__Required action__: From the first line to the last, copy the listing exactly and omit the pictures.

__Study material__:
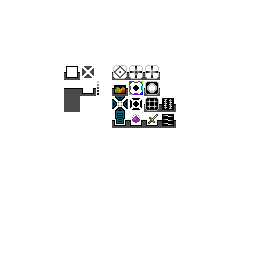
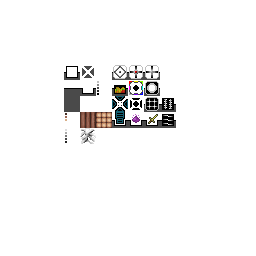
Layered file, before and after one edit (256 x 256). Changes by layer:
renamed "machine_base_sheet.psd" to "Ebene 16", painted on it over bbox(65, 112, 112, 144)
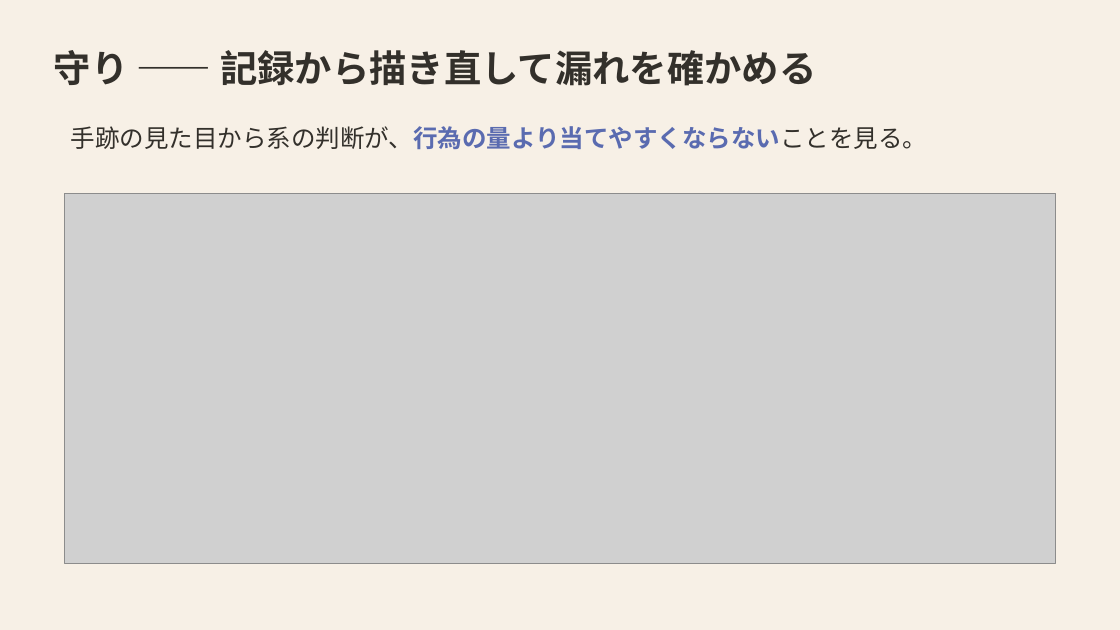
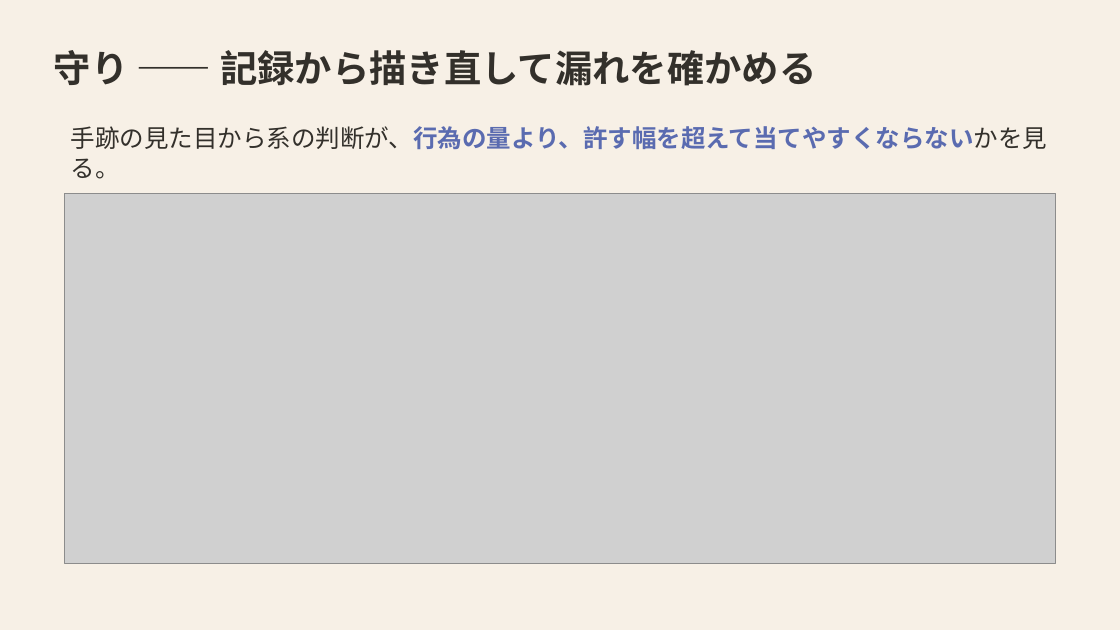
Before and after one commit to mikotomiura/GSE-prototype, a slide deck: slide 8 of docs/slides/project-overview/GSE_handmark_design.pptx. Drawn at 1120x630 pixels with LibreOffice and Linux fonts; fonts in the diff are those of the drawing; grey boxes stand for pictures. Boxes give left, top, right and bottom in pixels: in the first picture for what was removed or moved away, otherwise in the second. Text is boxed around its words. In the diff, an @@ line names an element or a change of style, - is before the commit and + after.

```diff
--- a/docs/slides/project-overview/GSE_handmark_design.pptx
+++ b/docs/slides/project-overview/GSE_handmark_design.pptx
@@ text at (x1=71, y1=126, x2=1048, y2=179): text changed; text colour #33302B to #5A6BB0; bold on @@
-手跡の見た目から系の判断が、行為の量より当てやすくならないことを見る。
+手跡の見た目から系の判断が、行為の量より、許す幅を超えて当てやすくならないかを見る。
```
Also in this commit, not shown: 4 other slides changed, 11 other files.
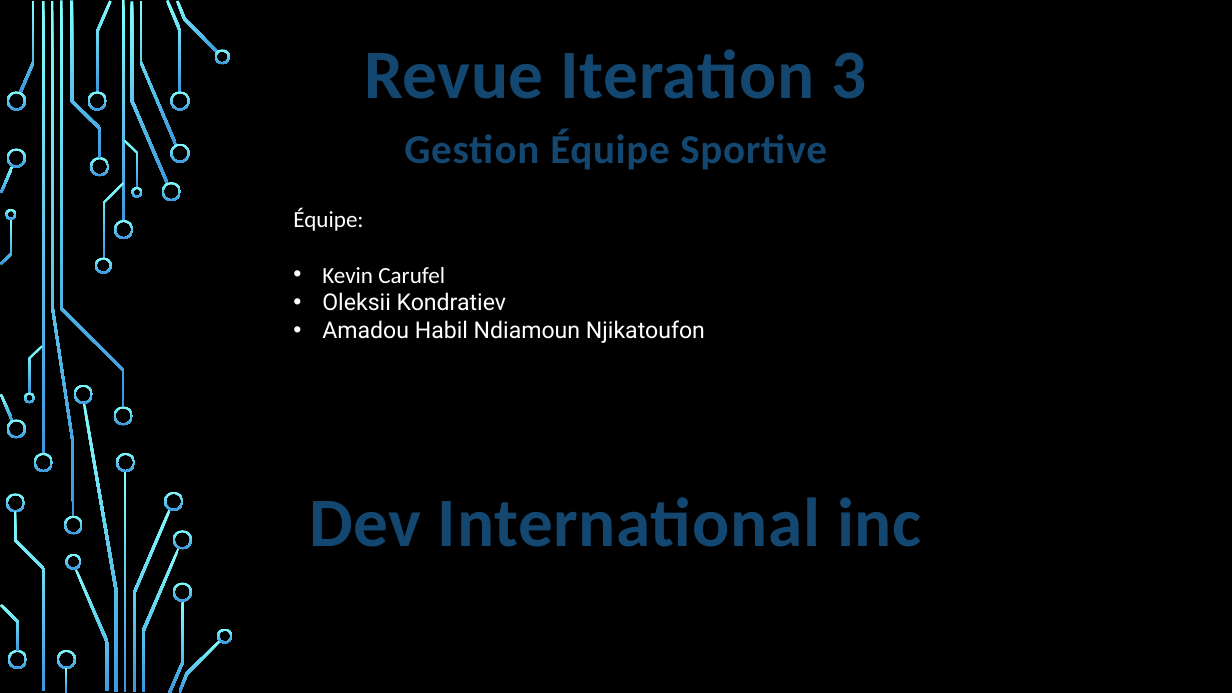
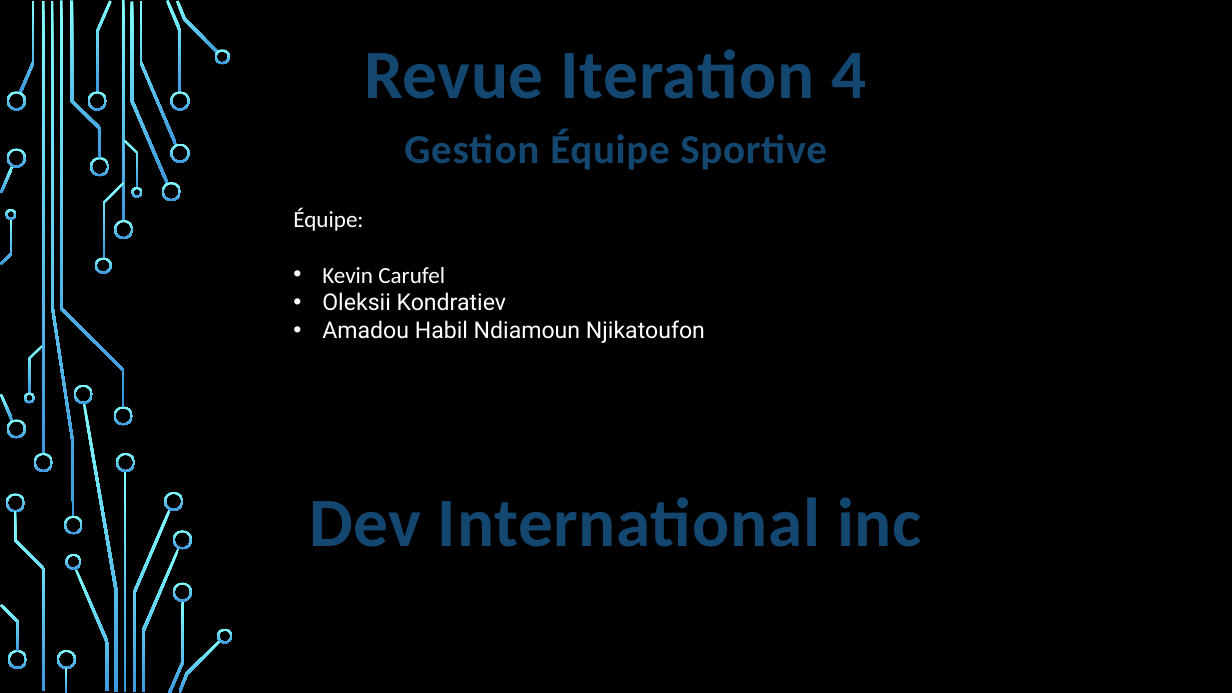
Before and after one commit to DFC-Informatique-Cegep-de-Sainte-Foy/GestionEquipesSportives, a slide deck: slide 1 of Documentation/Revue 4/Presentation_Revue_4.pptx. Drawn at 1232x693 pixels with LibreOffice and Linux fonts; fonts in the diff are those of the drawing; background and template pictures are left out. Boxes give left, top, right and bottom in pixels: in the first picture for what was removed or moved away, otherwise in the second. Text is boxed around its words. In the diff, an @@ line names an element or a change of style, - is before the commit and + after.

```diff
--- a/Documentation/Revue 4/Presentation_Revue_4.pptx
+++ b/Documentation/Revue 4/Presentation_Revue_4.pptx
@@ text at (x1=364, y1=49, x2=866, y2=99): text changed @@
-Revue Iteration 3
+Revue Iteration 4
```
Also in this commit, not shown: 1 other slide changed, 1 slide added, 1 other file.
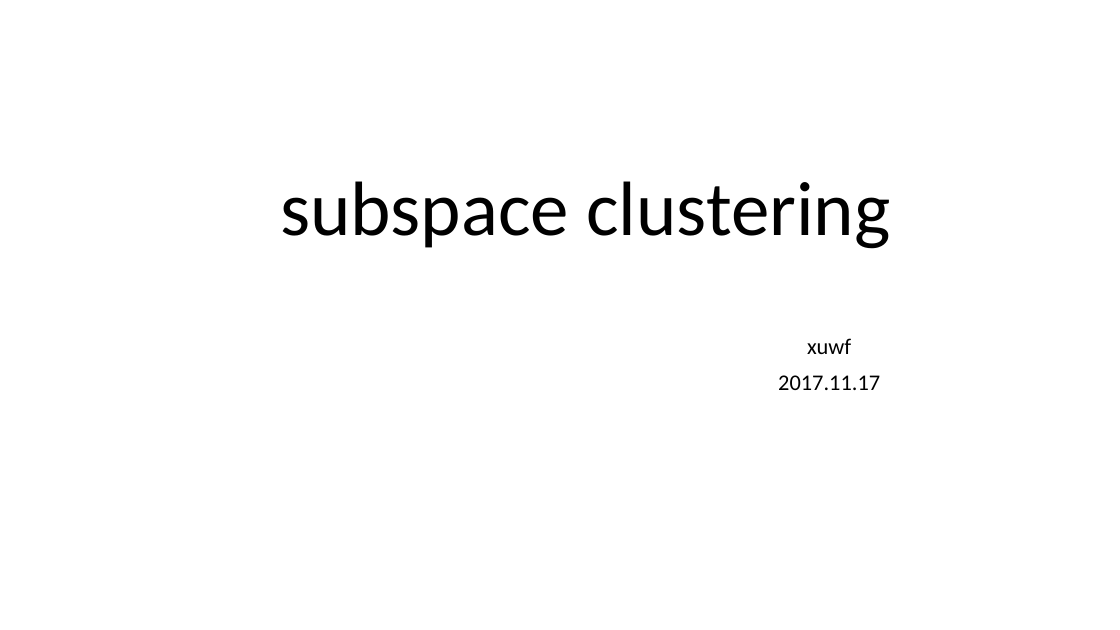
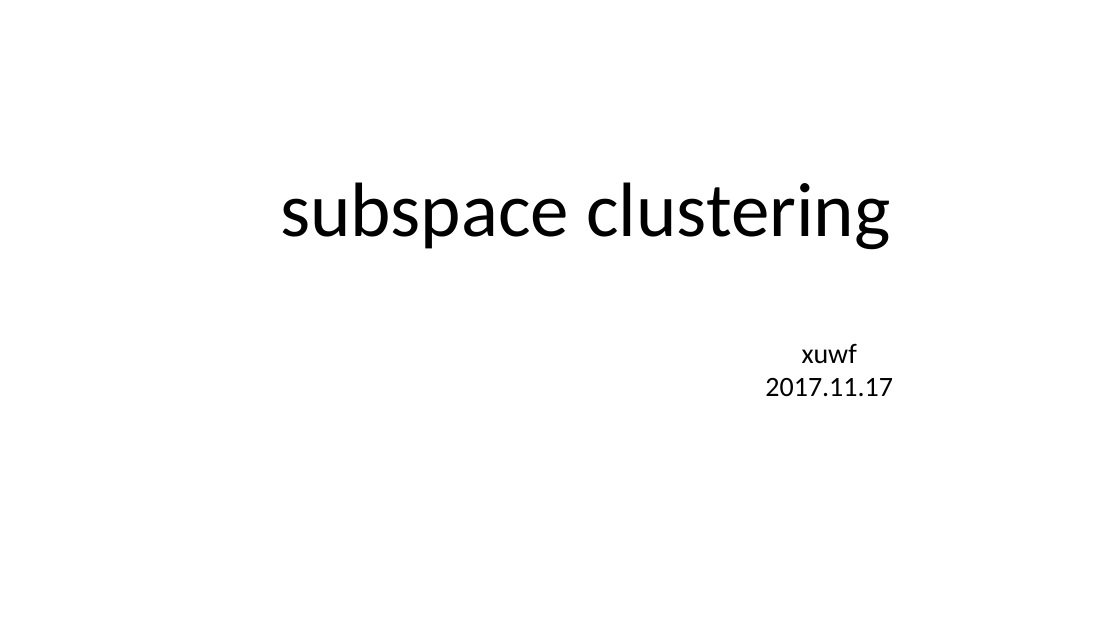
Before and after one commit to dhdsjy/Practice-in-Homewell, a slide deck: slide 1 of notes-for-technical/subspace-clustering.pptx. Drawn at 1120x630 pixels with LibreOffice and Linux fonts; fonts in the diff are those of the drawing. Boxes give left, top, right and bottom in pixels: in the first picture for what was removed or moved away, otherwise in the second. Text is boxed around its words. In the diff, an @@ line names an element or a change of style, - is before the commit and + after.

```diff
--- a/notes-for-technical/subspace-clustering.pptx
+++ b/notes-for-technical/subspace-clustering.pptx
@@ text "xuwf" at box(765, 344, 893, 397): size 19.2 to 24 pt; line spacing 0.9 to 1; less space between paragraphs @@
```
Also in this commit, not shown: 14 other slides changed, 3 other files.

__Exercise solution__:
Layered file, before and after one edit (256 x 256). Changes by layer:
renamed "machine_base_sheet.psd" to "Ebene 16", painted on it over bbox(65, 112, 112, 144)
Before and after one commit to mikotomiura/GSE-prototype, a slide deck: slide 8 of docs/slides/project-overview/GSE_handmark_design.pptx. Drawn at 1120x630 pixels with LibreOffice and Linux fonts; fonts in the diff are those of the drawing; grey boxes stand for pictures. Boxes give left, top, right and bottom in pixels: in the first picture for what was removed or moved away, otherwise in the second. Text is boxed around its words. In the diff, an @@ line names an element or a change of style, - is before the commit and + after.

```diff
--- a/docs/slides/project-overview/GSE_handmark_design.pptx
+++ b/docs/slides/project-overview/GSE_handmark_design.pptx
@@ text at (x1=71, y1=126, x2=1048, y2=179): text changed; text colour #33302B to #5A6BB0; bold on @@
-手跡の見た目から系の判断が、行為の量より当てやすくならないことを見る。
+手跡の見た目から系の判断が、行為の量より、許す幅を超えて当てやすくならないかを見る。
```
Also in this commit, not shown: 4 other slides changed, 11 other files.
Before and after one commit to DFC-Informatique-Cegep-de-Sainte-Foy/GestionEquipesSportives, a slide deck: slide 1 of Documentation/Revue 4/Presentation_Revue_4.pptx. Drawn at 1232x693 pixels with LibreOffice and Linux fonts; fonts in the diff are those of the drawing; background and template pictures are left out. Boxes give left, top, right and bottom in pixels: in the first picture for what was removed or moved away, otherwise in the second. Text is boxed around its words. In the diff, an @@ line names an element or a change of style, - is before the commit and + after.

```diff
--- a/Documentation/Revue 4/Presentation_Revue_4.pptx
+++ b/Documentation/Revue 4/Presentation_Revue_4.pptx
@@ text at (x1=364, y1=49, x2=866, y2=99): text changed @@
-Revue Iteration 3
+Revue Iteration 4
```
Also in this commit, not shown: 1 other slide changed, 1 slide added, 1 other file.
Before and after one commit to dhdsjy/Practice-in-Homewell, a slide deck: slide 1 of notes-for-technical/subspace-clustering.pptx. Drawn at 1120x630 pixels with LibreOffice and Linux fonts; fonts in the diff are those of the drawing. Boxes give left, top, right and bottom in pixels: in the first picture for what was removed or moved away, otherwise in the second. Text is boxed around its words. In the diff, an @@ line names an element or a change of style, - is before the commit and + after.

```diff
--- a/notes-for-technical/subspace-clustering.pptx
+++ b/notes-for-technical/subspace-clustering.pptx
@@ text "xuwf" at box(765, 344, 893, 397): size 19.2 to 24 pt; line spacing 0.9 to 1; less space between paragraphs @@
```
Also in this commit, not shown: 14 other slides changed, 3 other files.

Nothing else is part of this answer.